One of the reasons inflation has maintained its grip on the US economy is that US consumers continue to spend, seemingly undeterred by rising prices, which has actually helped fuel them. But how long will all these expenses last?
The combined impact of federal aid in the early months of the pandemic, the ensuing stock market boom, and record unemployment left consumers afloat, prompting many to splurge on everything from homes to new and used vehicles and vacations. But all that spending has helped create a supply squeeze that has led to the very price increases that now plague buyers.
To counter the unprecedented demand for goods and services, the Federal Reserve raised its key rate to a level not seen in years. This caused the stock market to crash, house prices to stop growing, and interest rates for things like automobiles and credit cards to soar.
As a result, economists are increasingly predicting a significant economic downturn.
“With the deterioration of the global economy expected to weigh heavily on exports soon and domestic demand slowing due to soaring interest rates, we believe it will only be a matter of time before the economy starts to contract,” said Andrew Hunter, senior.
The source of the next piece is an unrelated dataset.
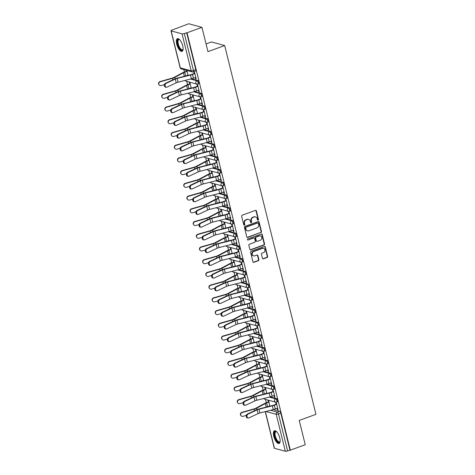 <?xml version="1.0" encoding="UTF-8"?>
<svg xmlns="http://www.w3.org/2000/svg" width="475" height="475" viewBox="0 0 475 475"><rect width="100%" height="100%" fill="white"/><g stroke="black" fill="none" stroke-linecap="round" stroke-linejoin="round"><path stroke-width="0.71" d="M258.109 220.162A0.594 0.528 105.2 0 0 258.483 219.414L256.381 210.912A0.849 0.754 105.2 0 0 255.443 210.377L242.203 215.205A0.849 0.754 105.2 0 0 241.662 216.273L243.77 224.782A0.594 0.528 105.2 0 0 244.423 225.156A0.594 0.528 105.2 0 0 244.797 224.408L244.524 223.303A2.719 2.417 105.2 0 1 246.246 219.883L247.35 219.486A2.719 2.417 105.2 0 1 248.698 219.42A2.719 2.417 105.2 0 1 250.337 221.184L250.61 222.288A0.594 0.528 105.2 0 0 251.263 222.662A0.594 0.528 105.2 0 0 251.643 221.914L251.37 220.81A2.719 2.417 105.2 0 1 253.092 217.39L254.19 216.986A2.719 2.417 105.2 0 1 255.538 216.927A2.719 2.417 105.2 0 1 257.183 218.69L257.456 219.794A0.594 0.528 105.2 0 0 258.109 220.162M257.634 220.085A0.594 0.528 105.2 0 0 258.097 219.313L255.995 210.805A0.849 0.754 105.2 0 0 255.669 210.336M243.948 225.073A0.594 0.528 105.2 0 0 244.411 224.301L244.138 223.203L244.524 223.303M250.788 222.579A0.594 0.528 105.2 0 0 251.257 221.807L250.984 220.709L251.37 220.81M182.738 45.832A6.757 2.636 -110 0 0 177.418 38.665A6.757 2.636 -110 0 0 176.736 44.199A6.757 2.636 -110 0 0 182.05 51.365A6.757 2.636 -110 0 0 182.738 45.832M279.775 437.944A6.757 2.636 -110 0 0 274.461 430.777A6.757 2.636 -110 0 0 273.772 436.311A6.757 2.636 -110 0 0 279.086 443.478A6.757 2.636 -110 0 0 279.775 437.944M262.455 258.311A0.849 0.754 105.2 0 0 263.387 258.845L267.104 257.492A0.849 0.754 105.2 0 0 267.639 256.423L265.305 246.976A0.849 0.754 105.2 0 0 264.367 246.442L251.127 251.269A0.849 0.754 105.2 0 0 250.586 252.338L252.926 261.784A0.849 0.754 105.2 0 0 253.858 262.319L258.347 260.68A0.849 0.754 105.2 0 0 258.887 259.611L257.883 255.568A0.849 0.754 105.2 0 0 256.951 255.039L254.725 255.847A2.274 2.019 105.2 0 1 253.668 251.566L262.384 248.389A2.274 2.019 105.2 0 1 263.447 252.67L261.992 253.199A0.849 0.754 105.2 0 0 261.452 254.268L262.455 258.311M182.05 33.856L171.16 30.899A1.734 0.422 -13.9 0 1 170.982 30.768A1.734 0.422 -13.9 0 1 171.891 30.139L188.747 23.75L201.946 27.342L207.961 51.644L224.681 45.547L315.946 414.337L299.226 420.428L305.241 444.731L290.326 450.169L187.031 32.775L184.318 33.517L193.462 70.466A1.734 0.677 70 0 1 193.289 71.885L195.611 71.036A1.734 0.677 70 0 0 195.789 69.617L193.462 70.466A1.734 0.422 -13.9 0 1 191.193 70.799L182.05 33.856A1.734 0.422 -13.9 0 0 184.318 33.517M201.946 27.342L187.031 32.775M260.941 232.596A0.849 0.754 105.2 0 0 261.482 231.527L259.142 222.08A0.849 0.754 105.2 0 0 258.21 221.546L244.963 226.373A0.849 0.754 105.2 0 0 244.429 227.442L246.763 236.888A0.849 0.754 105.2 0 0 247.701 237.423L260.555 232.489A0.849 0.754 105.2 0 0 261.096 231.42L258.756 221.973A0.849 0.754 105.2 0 0 258.43 221.504M262.224 234.525L264.563 243.972A0.849 0.754 105.2 0 1 264.023 245.041L250.776 249.868A0.849 0.754 105.2 0 1 249.844 249.339L248.847 245.296A0.849 0.754 105.2 0 1 249.381 244.227L254.754 242.268A0.849 0.754 105.2 0 0 255.289 241.199L254.63 238.515A0.849 0.754 105.2 0 0 253.692 237.987L248.098 240.023A0.594 0.528 105.2 0 1 247.825 238.901L261.292 233.997A0.849 0.754 105.2 0 1 262.224 234.525L261.838 234.424L264.177 243.865L264.563 243.972M273.357 409.575L279.621 411.279L277.299 412.128A1.734 0.677 70 0 1 278.475 413.968L287.613 450.912A1.734 0.422 166.1 0 1 285.344 451.25L274.455 448.287A1.734 0.422 166.1 0 1 274.277 448.157L265.234 411.629M183.843 69.641L184.425 71.998M186.74 81.344L187.572 84.716M189.887 94.068L190.724 97.44M193.034 106.786L193.871 110.164M196.187 119.51L197.018 122.888M199.334 132.234L200.171 135.607M202.481 144.952L203.318 148.331M205.627 157.676L206.465 161.055M208.78 170.4L209.612 173.773M211.927 183.124L212.764 186.497M215.074 195.842L215.911 199.221M218.221 208.567L219.058 211.945M221.374 221.291L222.205 224.663M224.521 234.009L225.358 237.387M227.667 246.733L228.505 250.111M230.814 259.457L231.652 262.829M233.967 272.181L234.798 275.553M237.114 284.899L237.951 288.277M240.261 297.623L241.098 301.002M243.414 310.347L244.245 313.72M246.561 323.071L247.398 326.444M249.708 335.789L250.545 339.168M252.854 348.513L253.692 351.892M256.007 361.238L256.838 364.61M259.154 373.956L259.991 377.334M262.301 386.68L263.138 390.058M265.448 399.404L266.285 402.776M206.055 43.938L211.482 41.96L224.681 45.547M290.326 450.169L287.613 450.912M195.267 77.526L195.617 78.927L196.11 78.743M195.617 78.927L196.193 79.082L194.376 71.743L193.972 71.636M198.419 90.25L198.764 91.645L199.34 91.806L197.523 84.467L196.947 84.307L197.416 86.207M191.247 88.107L189.828 82.371L189.252 82.217L189.679 83.95M198.764 91.645L199.257 91.467M201.566 102.974L201.911 104.369L202.487 104.53L200.67 97.185L200.094 97.031L200.563 98.931M194.394 100.831L192.975 95.095L192.399 94.941L192.832 96.674M201.911 104.369L202.403 104.191M204.713 115.692L205.058 117.093L205.639 117.248L203.822 109.909L203.247 109.755L203.716 111.649M197.547 113.549L196.127 107.819L195.546 107.659L195.979 109.393M205.058 117.093L205.556 116.915M207.86 128.416L208.21 129.817L208.786 129.972L206.969 122.633L206.393 122.473L206.862 124.373M200.693 126.273L199.274 120.537L198.698 120.383L199.126 122.117M208.21 129.817L208.703 129.633M211.013 141.14L211.357 142.536L211.933 142.696L210.116 135.357L209.54 135.197L210.009 137.097M203.84 138.997L202.421 133.261L201.845 133.107L202.273 134.841M211.357 142.536L211.85 142.357M214.16 153.864L214.504 155.26L215.08 155.42L213.269 148.075L212.687 147.921L213.156 149.821M206.987 151.715L205.568 145.985L204.992 145.825L205.426 147.565M214.504 155.26L214.997 155.082M217.307 166.583L217.657 167.984L218.233 168.138L216.416 160.799L215.84 160.645L216.309 162.539M210.14 164.439L208.721 158.709L208.145 158.549L208.572 160.283M217.657 167.984L218.15 167.806M220.459 179.307L220.804 180.708L221.38 180.862L219.563 173.523L218.987 173.363L219.456 175.263M213.287 177.163L211.868 171.428L211.292 171.273L211.719 173.007M220.804 180.708L221.297 180.524M223.606 192.031L223.951 193.426L224.527 193.586L222.71 186.248L222.134 186.087L222.603 187.987M216.434 189.887L215.015 184.152L214.439 183.997L214.866 185.731M223.951 193.426L224.443 193.248M226.753 204.755L227.098 206.15L227.679 206.304L225.862 198.966L225.281 198.811L225.756 200.705M219.587 202.605L218.167 196.876L217.586 196.715L218.019 198.455M227.098 206.15L227.59 205.972M229.9 217.473L230.25 218.874L230.826 219.028L229.009 211.69L228.433 211.535L228.902 213.429M222.733 215.329L221.314 209.594L220.738 209.439L221.166 211.173M230.25 218.874L230.743 218.69M233.053 230.197L233.397 231.592L233.973 231.752L232.156 224.414L231.58 224.253L232.049 226.153M225.88 228.053L224.461 222.318L223.885 222.163L224.313 223.897M233.397 231.592L233.89 231.414M236.2 242.921L236.544 244.316L237.12 244.477L235.303 237.132L234.727 236.977L235.196 238.877M229.027 240.772L227.608 235.042L227.032 234.882L227.46 236.621M236.544 244.316L237.037 244.138M239.347 255.639L239.691 257.04L240.273 257.195L238.456 249.856L237.874 249.702L238.349 251.596M232.18 253.496L230.761 247.766L230.179 247.606L230.612 249.339M239.691 257.04L240.19 256.862M242.493 268.363L242.844 269.764L243.42 269.919L241.603 262.58L241.027 262.42L241.496 264.32M235.327 266.22L233.908 260.484L233.332 260.33L233.759 262.063M242.844 269.764L243.337 269.58M245.646 281.087L245.991 282.483L246.567 282.643L244.75 275.304L244.174 275.144L244.643 277.044M238.474 278.944L237.055 273.208L236.479 273.054L236.906 274.788M245.991 282.483L246.483 282.304M248.793 293.811L249.138 295.207L249.713 295.361L247.897 288.022L247.321 287.868L247.79 289.768M241.621 291.662L240.202 285.932L239.626 285.772L240.059 287.512M249.138 295.207L249.63 295.028M251.94 306.529L252.284 307.931L252.866 308.085L251.049 300.746L250.473 300.592L250.942 302.486M244.773 304.386L243.354 298.656L242.778 298.496L243.206 300.23M252.284 307.931L252.783 307.747M255.087 319.253L255.437 320.649L256.013 320.809L254.196 313.47L253.62 313.31L254.089 315.21M247.92 317.11L246.501 311.374L245.925 311.22L246.353 312.954M255.437 320.649L255.93 320.471M258.24 331.978L258.584 333.373L259.16 333.533L257.343 326.188L256.767 326.034L257.236 327.934M251.067 329.834L249.648 324.098L249.072 323.944L249.5 325.678M258.584 333.373L259.077 333.195M261.387 344.696L261.731 346.097L262.307 346.251L260.496 338.912L259.914 338.758L260.383 340.652M254.214 342.552L252.801 336.822L252.219 336.662L252.652 338.396M261.731 346.097L262.224 345.919M264.533 357.42L264.884 358.821L265.46 358.975L263.643 351.637L263.067 351.476L263.536 353.376M257.367 355.276L255.948 349.541L255.372 349.386L255.799 351.12M264.884 358.821L265.377 358.637M267.686 370.144L268.031 371.539L268.607 371.699L266.79 364.361L266.214 364.2L266.683 366.1M260.514 368L259.095 362.265L258.519 362.11L258.946 363.844M268.031 371.539L268.523 371.361M270.833 382.868L271.178 384.263L271.753 384.423L269.937 377.079L269.361 376.924L269.83 378.824M263.661 380.718L262.242 374.989L261.666 374.828L262.093 376.568M271.178 384.263L271.67 384.085M273.98 395.586L274.324 396.987L274.906 397.142L273.089 389.803L272.507 389.648L272.983 391.543M266.813 393.442L265.394 387.713L264.812 387.553L265.246 389.286M274.324 396.987L274.823 396.803M277.127 408.31L277.477 409.711L278.053 409.866L276.236 402.527L275.66 402.367L276.129 404.267M269.96 406.167L268.541 400.431L267.965 400.277L268.393 402.01M270.21 396.857L276.474 398.561L275.648 398.858A1.734 0.677 70 0 1 276.765 400.478A1.734 0.677 70 0 1 276.646 402.117L277.471 401.82A1.734 0.677 -110 0 0 277.584 400.182A1.734 0.677 -110 0 0 276.474 398.561M267.057 384.133L273.327 385.837L272.502 386.139A1.734 0.677 70 0 1 273.612 387.754A1.734 0.677 70 0 1 273.499 389.399L274.324 389.096A1.734 0.677 -110 0 0 274.437 387.457A1.734 0.677 -110 0 0 273.327 385.837M263.91 371.408L270.18 373.113L269.355 373.415A1.734 0.677 70 0 1 270.465 375.036A1.734 0.677 70 0 1 270.352 376.675L271.172 376.372A1.734 0.677 -110 0 0 271.29 374.733A1.734 0.677 -110 0 0 270.18 373.113M260.763 358.69L267.027 360.394L266.202 360.691A1.734 0.677 70 0 1 267.318 362.312A1.734 0.677 70 0 1 267.199 363.951L268.025 363.648A1.734 0.677 -110 0 0 268.143 362.009A1.734 0.677 -110 0 0 267.027 360.394M257.616 345.966L263.88 347.67L263.055 347.967A1.734 0.677 70 0 1 264.165 349.588A1.734 0.677 70 0 1 264.053 351.227L264.878 350.93A1.734 0.677 -110 0 0 264.991 349.291A1.734 0.677 -110 0 0 263.88 347.67M254.463 333.242L260.733 334.946L259.908 335.249A1.734 0.677 70 0 1 261.018 336.87A1.734 0.677 70 0 1 260.906 338.509L261.731 338.206A1.734 0.677 -110 0 0 261.844 336.567A1.734 0.677 -110 0 0 260.733 334.946M251.317 320.518L257.581 322.222L256.761 322.525A1.734 0.677 70 0 1 257.872 324.146A1.734 0.677 70 0 1 257.759 325.785L258.578 325.482A1.734 0.677 -110 0 0 258.697 323.843A1.734 0.677 -110 0 0 257.581 322.222M248.17 307.8L254.434 309.504L253.608 309.801A1.734 0.677 70 0 1 254.725 311.422A1.734 0.677 70 0 1 254.606 313.061L255.431 312.764A1.734 0.677 -110 0 0 255.55 311.119A1.734 0.677 -110 0 0 254.434 309.504M245.023 295.076L251.287 296.78L250.462 297.083A1.734 0.677 70 0 1 251.572 298.698A1.734 0.677 70 0 1 251.459 300.337L252.284 300.04A1.734 0.677 -110 0 0 252.397 298.401A1.734 0.677 -110 0 0 251.287 296.78M241.87 282.352L248.14 284.056L247.315 284.359A1.734 0.677 70 0 1 248.425 285.98A1.734 0.677 70 0 1 248.312 287.618L249.138 287.316A1.734 0.677 -110 0 0 249.25 285.677A1.734 0.677 -110 0 0 248.14 284.056M238.723 269.628L244.987 271.338L244.168 271.635A1.734 0.677 70 0 1 245.278 273.256A1.734 0.677 70 0 1 245.159 274.894L245.985 274.592A1.734 0.677 -110 0 0 246.103 272.953A1.734 0.677 -110 0 0 244.987 271.338M235.576 256.91L241.84 258.614L241.015 258.911A1.734 0.677 70 0 1 242.131 260.532A1.734 0.677 70 0 1 242.013 262.17L242.838 261.873A1.734 0.677 -110 0 0 242.951 260.235A1.734 0.677 -110 0 0 241.84 258.614M232.423 244.186L238.693 245.89L237.868 246.192A1.734 0.677 70 0 1 238.978 247.813A1.734 0.677 70 0 1 238.866 249.452L239.691 249.149A1.734 0.677 -110 0 0 239.804 247.511A1.734 0.677 -110 0 0 238.693 245.89M229.277 231.462L235.547 233.166L234.721 233.468A1.734 0.677 70 0 1 235.832 235.089A1.734 0.677 70 0 1 235.719 236.728L236.544 236.425A1.734 0.677 -110 0 0 236.657 234.787A1.734 0.677 -110 0 0 235.547 233.166M226.13 218.743L232.394 220.447L231.568 220.744A1.734 0.677 70 0 1 232.685 222.365A1.734 0.677 70 0 1 232.566 224.004L233.391 223.707A1.734 0.677 -110 0 0 233.51 222.062A1.734 0.677 -110 0 0 232.394 220.447M222.983 206.019L229.247 207.723L228.422 208.026A1.734 0.677 70 0 1 229.532 209.641A1.734 0.677 70 0 1 229.419 211.28L230.244 210.983A1.734 0.677 -110 0 0 230.357 209.344A1.734 0.677 -110 0 0 229.247 207.723M219.83 193.295L226.1 194.999L225.275 195.302A1.734 0.677 70 0 1 226.385 196.923A1.734 0.677 70 0 1 226.272 198.562L227.098 198.259A1.734 0.677 -110 0 0 227.21 196.62A1.734 0.677 -110 0 0 226.1 194.999M216.683 180.571L222.953 182.275L222.128 182.578A1.734 0.677 70 0 1 223.238 184.199A1.734 0.677 70 0 1 223.125 185.838L223.945 185.535A1.734 0.677 -110 0 0 224.063 183.896A1.734 0.677 -110 0 0 222.953 182.275M213.536 167.853L219.8 169.557L218.975 169.854A1.734 0.677 70 0 1 220.091 171.475A1.734 0.677 70 0 1 219.973 173.114L220.798 172.817A1.734 0.677 -110 0 0 220.917 171.178A1.734 0.677 -110 0 0 219.8 169.557M210.389 155.129L216.653 156.833L215.828 157.136A1.734 0.677 70 0 1 216.938 158.751A1.734 0.677 70 0 1 216.826 160.396L217.651 160.093A1.734 0.677 -110 0 0 217.764 158.454A1.734 0.677 -110 0 0 216.653 156.833M207.237 142.405L213.507 144.109L212.681 144.412A1.734 0.677 70 0 1 213.792 146.033A1.734 0.677 70 0 1 213.679 147.672L214.504 147.369A1.734 0.677 -110 0 0 214.617 145.73A1.734 0.677 -110 0 0 213.507 144.109M204.09 129.687L210.354 131.391L209.534 131.688A1.734 0.677 70 0 1 210.645 133.309A1.734 0.677 70 0 1 210.526 134.947L211.351 134.645A1.734 0.677 -110 0 0 211.47 133.006A1.734 0.677 -110 0 0 210.354 131.391M200.943 116.963L207.207 118.667L206.382 118.964A1.734 0.677 70 0 1 207.498 120.585A1.734 0.677 70 0 1 207.379 122.223L208.204 121.927A1.734 0.677 -110 0 0 208.317 120.288A1.734 0.677 -110 0 0 207.207 118.667M197.796 104.239L204.06 105.943L203.235 106.246A1.734 0.677 70 0 1 204.345 107.867A1.734 0.677 70 0 1 204.232 109.505L205.058 109.202A1.734 0.677 -110 0 0 205.17 107.564A1.734 0.677 -110 0 0 204.06 105.943M194.643 91.515L200.913 93.219L200.088 93.522A1.734 0.677 70 0 1 201.198 95.143A1.734 0.677 70 0 1 201.085 96.781L201.911 96.478A1.734 0.677 -110 0 0 202.023 94.84A1.734 0.677 -110 0 0 200.913 93.219M191.496 78.797L197.76 80.501L196.935 80.798A1.734 0.677 70 0 1 198.051 82.418A1.734 0.677 70 0 1 197.933 84.057L198.758 83.76A1.734 0.677 -110 0 0 198.877 82.122A1.734 0.677 -110 0 0 197.76 80.501M186.307 70.312L186.533 71.226M188.1 75.382L186.883 70.472M193.824 71.689L194.269 73.483M277.477 409.711L277.97 409.527M289.94 450.068L280.796 413.119A1.734 0.677 -110 0 0 279.621 411.279M186.645 32.674L195.789 69.617M255.538 216.927L255.158 216.82A2.719 2.417 105.2 0 0 253.81 216.885L254.19 216.986M250.984 220.709A2.719 2.417 105.2 0 1 252.706 217.289L253.81 216.885M248.698 219.42L248.312 219.313A2.719 2.417 105.2 0 0 246.964 219.379L247.35 219.486M244.138 223.203A2.719 2.417 105.2 0 1 245.86 219.783L246.964 219.379M247.095 237.357A0.849 0.754 105.2 0 0 247.315 237.316L260.555 232.489M258.329 223.333A0.594 0.528 105.2 0 0 257.676 222.959L246.05 227.198A0.594 0.528 105.2 0 0 245.676 227.947L245.961 229.11A2.719 2.417 105.2 0 0 247.6 230.874A2.719 2.417 105.2 0 0 248.947 230.814L256.898 227.917A2.719 2.417 105.2 0 0 258.62 224.497L258.329 223.333M257.973 222.947L257.587 222.84A0.594 0.528 105.2 0 0 257.29 222.858L257.676 222.959M247.6 230.874L247.22 230.773A2.719 2.417 105.2 0 1 245.575 229.003L245.29 227.846A0.594 0.528 105.2 0 1 245.664 227.098L257.29 222.858M250.171 249.808A0.849 0.754 105.2 0 0 250.396 249.767L263.637 244.934A0.849 0.754 105.2 0 0 264.177 243.865M254.113 237.963L253.727 237.862A0.849 0.754 105.2 0 0 253.312 237.88L248.098 240.023M260.33 240.237A2.274 2.019 105.2 0 0 259.267 235.95L256.197 237.072A0.849 0.754 105.2 0 0 255.657 238.141L256.322 240.825A0.849 0.754 105.2 0 0 257.254 241.353L260.33 240.237M260.395 235.897L260.009 235.796A2.274 2.019 105.2 0 0 258.881 235.849L259.267 235.95M256.832 241.377L256.447 241.27A0.849 0.754 105.2 0 1 255.936 240.718L255.271 238.034A0.849 0.754 105.2 0 1 255.811 236.966L258.881 235.849M261.838 234.424A0.849 0.754 105.2 0 0 261.511 233.949M263.512 248.336L263.126 248.229A2.274 2.019 105.2 0 0 261.998 248.283L262.384 248.389M253.597 255.9L253.211 255.799A2.274 2.019 105.2 0 1 253.282 251.459L261.998 248.283M253.252 262.253A0.849 0.754 105.2 0 0 253.472 262.212L257.961 260.579A0.849 0.754 105.2 0 0 258.501 259.51L257.498 255.467A0.849 0.754 105.2 0 0 257.171 254.992M262.782 258.78A0.849 0.754 105.2 0 0 263.002 258.738L266.718 257.385A0.849 0.754 105.2 0 0 267.259 256.316L264.919 246.869A0.849 0.754 105.2 0 0 264.593 246.4M159.279 85.067L159.054 84.841A1.995 1.912 -44.4 0 1 160.016 81.569L160.235 81.801A1.995 1.912 135.6 0 0 159.279 85.067A1.995 1.912 135.6 0 0 161.167 85.548L164.433 84.615M187.097 71.339L184.739 72.2A4.334 1.057 -13.9 0 0 183.451 72.764L174.8 77.407A4.334 1.057 166.1 0 1 172.437 78.316L160.235 81.801M188.029 75.092L185.672 75.953A4.334 1.057 -13.9 0 0 185.309 76.089M187.025 71.048L184.241 72.063A5.457 1.336 -13.9 0 0 182.614 72.776L173.963 77.419A3.206 0.784 166.1 0 1 172.217 78.09L160.016 81.569M166.125 83.386A1.995 1.496 92.8 0 0 165.098 85.565A1.995 1.496 92.8 0 0 166.493 87.252A1.995 1.496 92.8 0 0 167.052 87.139L176.213 82.828L175.281 79.076L166.125 83.386L165.383 83.351A1.995 1.496 -87.2 0 0 164.356 85.53A1.995 1.496 -87.2 0 0 165.751 87.216L166.493 87.252M194.762 73.304L191.977 74.32A4.334 1.057 166.1 0 1 190.392 74.801L177.056 78.173A4.334 1.057 -13.9 0 0 174.539 79.04L165.383 83.351M194.833 73.595L192.476 74.456A5.457 1.336 166.1 0 1 190.481 75.068L177.145 78.434A3.206 0.784 -13.9 0 0 175.281 79.076M195.765 77.348L193.408 78.209A5.457 1.336 166.1 0 1 191.413 78.814L178.072 82.187A3.206 0.784 -13.9 0 0 176.213 82.828M162.426 97.791L162.207 97.565A1.995 1.912 -44.4 0 1 163.162 94.293L163.388 94.519A1.995 1.912 135.6 0 0 162.426 97.791A1.995 1.912 135.6 0 0 164.314 98.272L167.58 97.339M190.249 84.063L187.892 84.924A4.334 1.057 -13.9 0 0 186.598 85.488L177.947 90.131A4.334 1.057 166.1 0 1 175.584 91.04L163.388 94.519M191.176 87.816L188.818 88.671A4.334 1.057 -13.9 0 0 188.456 88.813M190.172 83.772L187.388 84.788A5.457 1.336 -13.9 0 0 185.767 85.494L177.11 90.143A3.206 0.784 166.1 0 1 175.364 90.814L163.162 94.293M165.573 110.515L165.353 110.289A1.995 1.912 -44.4 0 1 166.309 107.018L166.535 107.243A1.995 1.912 135.6 0 0 165.573 110.515A1.995 1.912 135.6 0 0 167.461 110.996L170.727 110.063M193.396 96.787L191.039 97.642A4.334 1.057 -13.9 0 0 189.751 98.206L181.094 102.855A4.334 1.057 166.1 0 1 178.737 103.764L166.535 107.243M194.322 100.534L191.965 101.395A4.334 1.057 -13.9 0 0 191.609 101.531M193.325 96.49L190.54 97.506A5.457 1.336 -13.9 0 0 188.913 98.218L180.263 102.861A3.206 0.784 166.1 0 1 178.511 103.538L166.309 107.018M183.101 49.323A5.848 2.28 70 0 1 183.059 49.447A5.848 2.28 70 0 1 180.215 49.216A5.848 2.28 70 0 1 177.43 42.269A5.848 2.28 70 0 1 179.425 39.49A5.848 2.28 70 0 1 179.538 39.556M179.592 39.615A5.415 2.114 -110 0 0 178.855 39.573A5.415 2.114 -110 0 0 178.167 43.368A5.415 2.114 -110 0 0 180.601 48.747A5.415 2.114 -110 0 0 182.566 49.75A5.415 2.114 -110 0 0 183.107 49.246M177.81 38.606A6.715 2.618 -110 0 0 177.24 43.486A6.715 2.618 -110 0 0 180.197 49.869A6.715 2.618 -110 0 0 182.388 51.163M280.137 441.435A5.848 2.28 70 0 1 280.096 441.56A5.848 2.28 70 0 1 277.252 441.322A5.848 2.28 70 0 1 274.467 434.376A5.848 2.28 70 0 1 276.468 431.603A5.848 2.28 70 0 1 276.575 431.668M276.628 431.722A5.415 2.114 -110 0 0 275.892 431.686A5.415 2.114 -110 0 0 275.203 435.474A5.415 2.114 -110 0 0 277.637 440.859A5.415 2.114 -110 0 0 279.603 441.863A5.415 2.114 -110 0 0 280.143 441.358M274.847 430.718A6.715 2.618 -110 0 0 274.277 435.599A6.715 2.618 -110 0 0 277.234 441.976A6.715 2.618 -110 0 0 279.431 443.276M169.272 96.11A1.995 1.496 92.8 0 0 168.251 98.289A1.995 1.496 92.8 0 0 169.64 99.976A1.995 1.496 92.8 0 0 170.198 99.857L179.36 95.552L178.434 91.8L169.272 96.11L168.53 96.069A1.995 1.496 -87.2 0 0 167.509 98.254A1.995 1.496 -87.2 0 0 168.898 99.94L169.64 99.976M197.909 86.028L195.124 87.044A4.334 1.057 166.1 0 1 193.545 87.525L180.203 90.897A4.334 1.057 -13.9 0 0 177.692 91.764L168.53 96.069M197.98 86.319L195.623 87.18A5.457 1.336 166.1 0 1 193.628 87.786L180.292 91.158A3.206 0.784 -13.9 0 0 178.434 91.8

US economist at research and advisory group Capital Economics, in a note to clients on Wednesday.
But exactly when a recession will hit remains a matter of debate – and could still be a long way off, given a mix of indicators that paint the complex picture of the health of the US economy. This has given some consumers an opening to spend lavishly this holiday shopping season. And this could prove to be the last hurray for Americans’ spending spree before a real economic downturn hits in the coming year.
Few signs of slowing down
There have been few signs of a slowdown in US buying in recent months. Consumer spending rose 0.6% in September, better than the 0.4% expected. Casino operator Caesars Entertainment told investors this week that October was “the strongest month in Las Vegas history” for the company.
This is perhaps the clearest sign of consumer enthusiasm in today’s economy.
Some companies reported record revenue in the last quarter, including Apple, Airbnb, Ohio entertainment venue Cedar Point, General Motors and Samsung.
These high incomes have helped boost the labor market. At a news conference after the announcement of the Federal Reserve’s latest rate hike, Fed Chairman Jerome Powell said demand for workers remained strong, a sign that many companies continued to hire .
“We continue to look for signs that the start of a gradual easing is happening and it may be there, but it’s not obvious to me because wages aren’t falling, they’re just moving sideways to a high level,” Powell said.
In a recent report titled “2022 Holiday Sales: The Last Hurrah,” Wells Fargo economists forecast another healthy, albeit slightly more muted, holiday sales season than the past two years.
“Despite the pandemic, holiday sales grew at a historic rate for the 2020 and 2021 holiday seasons,” the economists wrote. “This year, with pandemic fears now largely in the rearview mirror, consumers are looking forward to a more typical holiday shopping season.”
But simple math dictates that consumers will eventually run out of the means to spend, they write. Notably, the cash reserves that households had built up over the previous two years began to decline. This is happening at the same time that people are saving less and wages in many cases are not keeping up with inflation.
“The sand is running out of the hourglass,” Wells Fargo senior economist Tim Quinlan said in a follow-up interview with NBC News.
The likely downturn will be moderate, he said, resembling more the bursting of the dot-com bubble in 2000 than the Great Financial Crisis of 2008 or the dramatic fall of the pandemic in the spring of 2020.
“Consumers will say, ‘It’s not sustainable. I can’t always eat the corn seeds and use my savings to fund my lifestyle where I spend more than I earn,'” Quinlan said.
But consumers should hold up well this holiday season, experts say. In a survey of nearly 5,000 shoppers, Deloitte found that 74% of respondents said they would spend more or the same during the holidays than they did a year ago. This compares with 75% who said the same in 2021.
“It’s going to be a good, strong season,” said Rodney R. Sides, vice president and head of US retail at Deloitte. “We’re not going to set any records, but the consumer continues to pull us through.”
Of course, that doesn’t change the facts of the inflation age: consumers are losing purchasing power, simply because their dollar hasn’t gone as far as it did last year. But they’ve proven remarkably resilient, said Kayla Bruun, economic analyst at Morning Consult.
“But how quickly that tank of fuel will run out, we’re not really sure,” Bruun said. “Because of the strength of the labor market, which has been the driver that has been able to do this, things seem to be holding up.”